#### [Your objective]
Say only the number of lines in the entries below that contain "pptx".

Items listed in a dataset
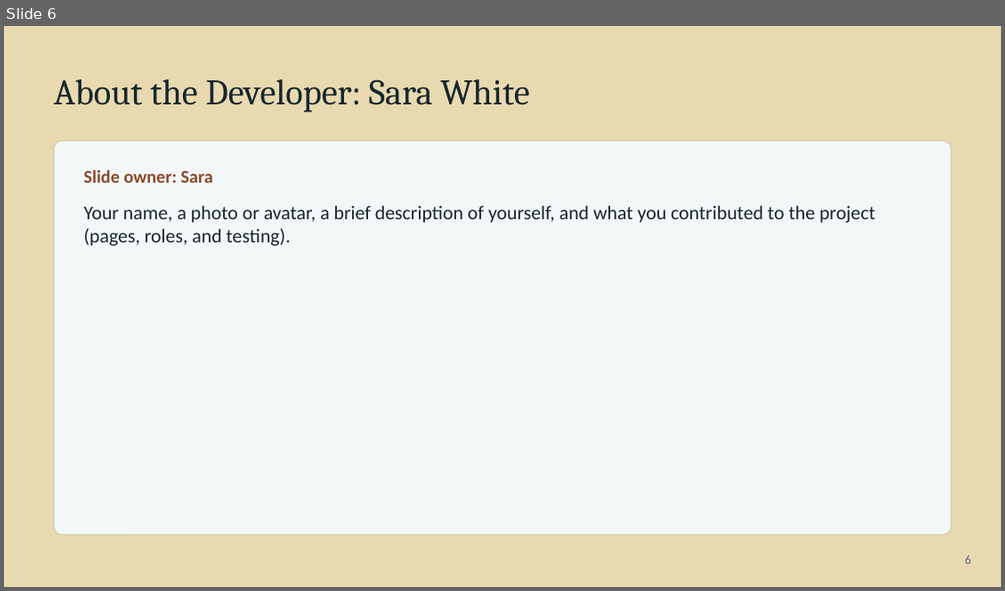
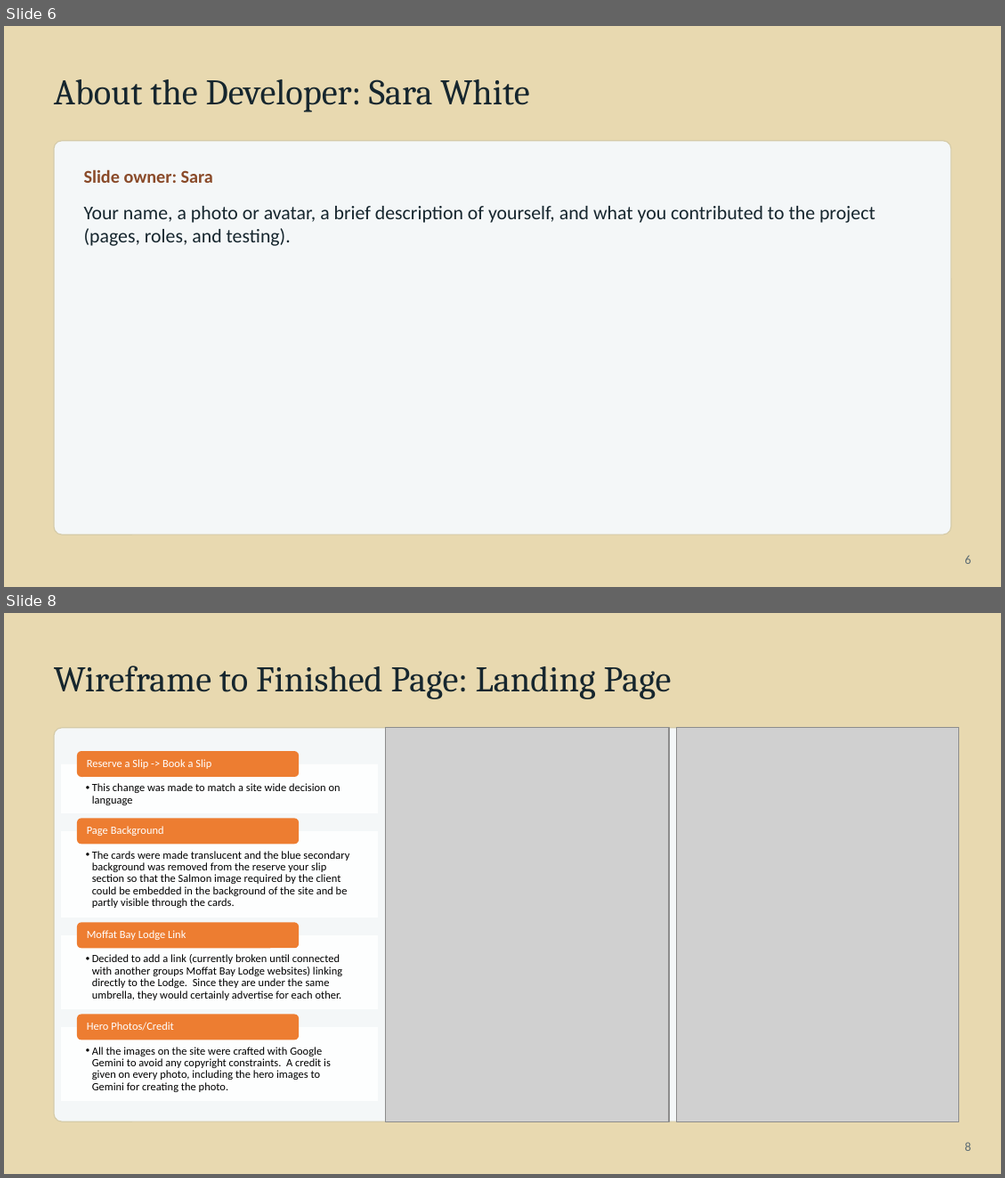
Before and after one commit to BobbyJoeCool/csd460-blueteam, a slide deck: Class_Information/Module-10/Presentation/QA-Presentation-Breutzmann.pptx. Shown one above the other, each under a label of ours: slide 6 before the commit, slides 6 and 8 after it; the slides between them are not shown. The pictures are 1005x591 and 1005x1178 pixels, drawn with LibreOffice and Linux fonts; fonts in the diff are those of the drawing; grey boxes stand for pictures. Boxes give left, top, right and bottom in pixels: in the first picture for what was removed or moved away, otherwise in the second. Text is boxed around its words. In the diff, an @@ line names an element or a change of style, - is before the commit and + after.

```diff
--- a/Class_Information/Module-10/Presentation/QA-Presentation-Breutzmann.pptx
+++ b/Class_Information/Module-10/Presentation/QA-Presentation-Breutzmann.pptx
@@ slide 8 added at <box>4,613,1001,1174</box>, background #E8D9B0 @@
@@ text added at <box>54,666,672,699</box>, 26 pt, text #16262E @@
+Wireframe to Finished Page: Landing Page
@@ rounded rectangle added at <box>54,728,951,1121</box>, fill #F4F7F8, outline #D5CBA8 0.75 pt @@
@@ picture added at <box>386,728,669,1121</box> @@
@@ picture added at <box>677,728,959,1121</box> @@
@@ group added at <box>61,751,378,1101</box>: 8 texts, 4 rectangles, 4 rounded rectangles @@
+  • This change was made to match a site wide decision on language
+Reserve a Slip -> Book a Slip
+  • The cards were made translucent and the blue secondary background was removed from the reserve your slip section so that the Salmon image required by the client could be embedded in the background of the site and be partly visible through the cards.
+Page Background
+  • Decided to add a link (currently broken until connected with another groups Moffat Bay Lodge websites) linking directly to the Lodge. Since they are under the same umbrella, they would certainly advertise for each other.
+Moffat Bay Lodge Link
+  • All the images on the site were crafted with Google Gemini to avoid any copyright constraints. A credit is given on every photo, including the hero images to Gemini for creating the photo.
+Hero Photos/Credit
@@ text added at <box>964,1142,971,1151</box>, 9 pt, text #5B6B73 @@
+8
```
Also in this commit, not shown: 2 slides changed, 3 other slides added, 4 slides removed, 26 other files.

#### [Output for this task]
3